Cette parenthèse refermée, la vie des communautés juives au tournant du XXe siècle reprend le fil du début de l’exposition : « appréhender le quotidien des juifs en terres d’islam ». Puis commence l’histoire contemporaine, les deux guerres mondiales, la montée des antisémitismes et des nationalismes et une autre distorsion historique d’importance, contenue dans un documentaire projeté dans l’avant-dernière salle de l’exposition. Il s’agit en réalité d’extraits du quatrième épisode du documentaire Juifs et Musulmans, si loin si proches de Karim Miské (2013) dont l’intitulé est significatif : « La guerre des mémoires ». C’est ce dont les extraits choisis ne rendent pas compte. Ils commencent en effet avec le plan de partage de la Palestine et ces commentaires laconiques en voix off : « plan accepté par les Juifs, refusé par les Arabes », puis : « une guerre civile éclate aussitôt entre les deux parties ; elle va être gagnée par les juifs ». Enfin : « le lendemain de la déclaration d’indépendance, les armées égyptienne, syrienne, transjordanienne et irakienne attaquent le nouvel État. Cette guerre est gagnée par Israël. » Ce qui précède n’existe pas ou à peine : l’histoire du sionisme en Palestine ou celle, déjà longue et complexe, du nationalisme arabe (alors qu’ils sont détaillés dans le documentaire de Miské).

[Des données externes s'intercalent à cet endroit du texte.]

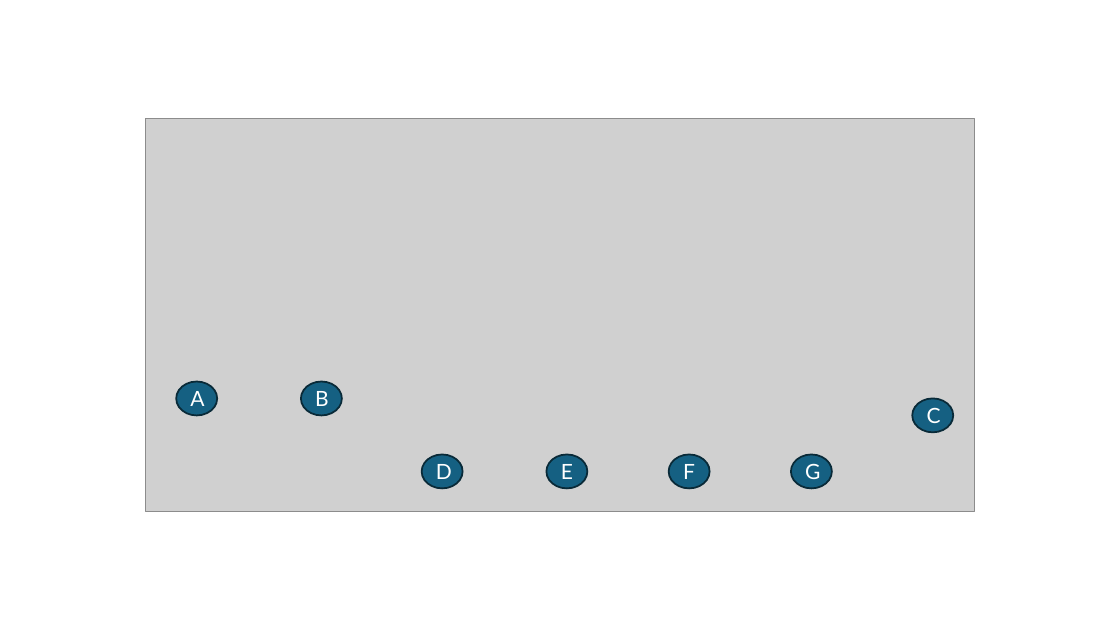
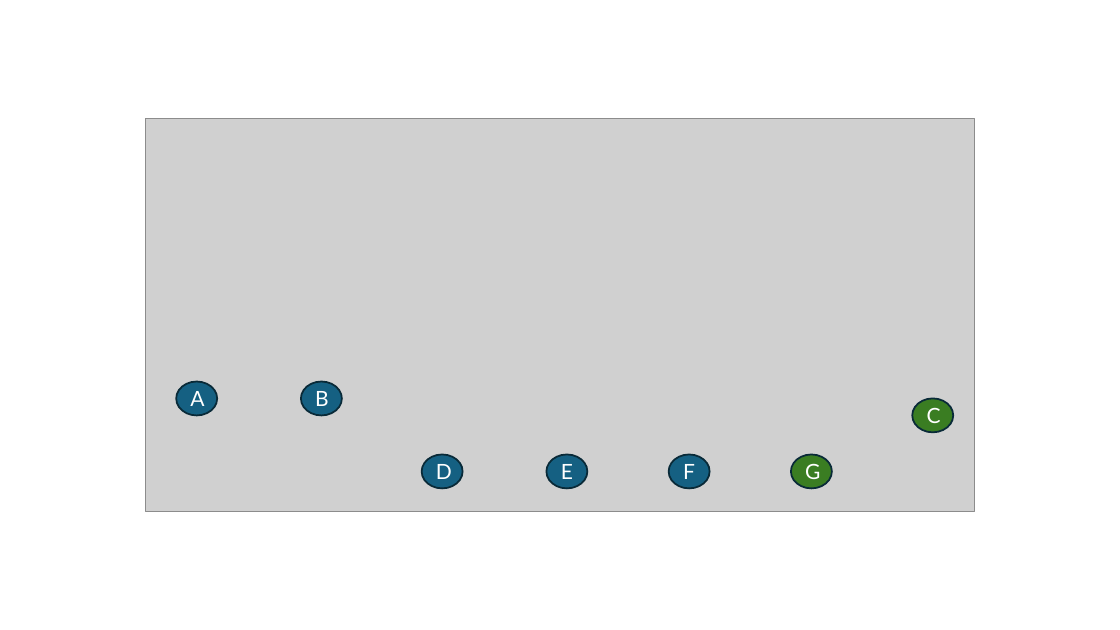
Before and after one commit to datasquad/ECLR, a slide deck: slide 2 of R_Forests/Toy diagrams.pptx. Drawn at 1120x630 pixels with LibreOffice and Linux fonts; fonts in the diff are those of the drawing; grey boxes stand for pictures. Boxes give left, top, right and bottom in pixels: in the first picture for what was removed or moved away, otherwise in the second. Text is boxed around its words. In the diff, an @@ line names an element or a change of style, - is before the commit and + after.

```diff
--- a/R_Forests/Toy diagrams.pptx
+++ b/R_Forests/Toy diagrams.pptx
@@ ellipse "C" at bbox=[912, 398, 954, 432]: fill #156082 to #3B7D23 @@
@@ ellipse "G" at bbox=[791, 455, 833, 488]: fill #156082 to #3B7D23 @@
```
Also in this commit, not shown: 1 other slide changed, 16 other files.

Michel Abitbol, de l’université hébraïque de Jérusalem, lâche : « Le drame humain, c’est l’échec absolu des Palestiniens, c’est la défaite des Palestiniens » et surtout, « On n’a pas encore démontré que l’expulsion faisait partie des buts géopolitiques ou géostratégiques de cette guerre ». Deux phrases directement issues de l’historiographie classique israélienne encore en vigueur, pour une version contestée dès le début des années 1950 par la gauche israélienne, puis discutée par les nouveaux historiens israéliens. Ce qui n’est pas dit non plus.

Enfin, la responsabilité de l’« expulsion » des juifs des pays arabes dans les années 1950 est imputée à ces pays et aux manifestations antijuives qui y ont cours. Juste un soupçon de propagande sioniste pour convaincre les juifs du Yémen, d’Égypte ou d’Irak de faire leur aliyah, mais aucune mention, sauf erreur de notre part, du rôle de l’Agence juive, de l’opération clandestine « Tapis volant » qui emmène, entre 1949 et 1950, la quasi-totalité des juifs du Yémen vers Israël, ni de l’opération « Ezra et Néhémie » appliquée aux juifs irakiens.

L’histoire s’arrête avant la guerre israélo-arabe de 1967.

Cette riche exposition aurait eu grand avantage à se passer de ces sinueuses démarches d’évitement, à propos de l’importance du rôle joué par l’Europe, le colonialisme et la création d’Israël dans la séparation entre Juifs et Arabes. Le fabuleux voyage qu’elle propose dans la géographie et le temps sur les traces des communautés juives « d'Orient » nous ramène à la fin aux sujets qui fâchent.

(1) Juifs d’Orient. Une histoire plurimillénaire, Gallimard/Institut du monde arabe, Paris, 2021.

(2) Benjamin Lellouch, « La vie religieuse juive en terre d’islam (XVe-XVIIIe siècle » in Juifs d’Orient. Une histoire plurimillénaire, ibid.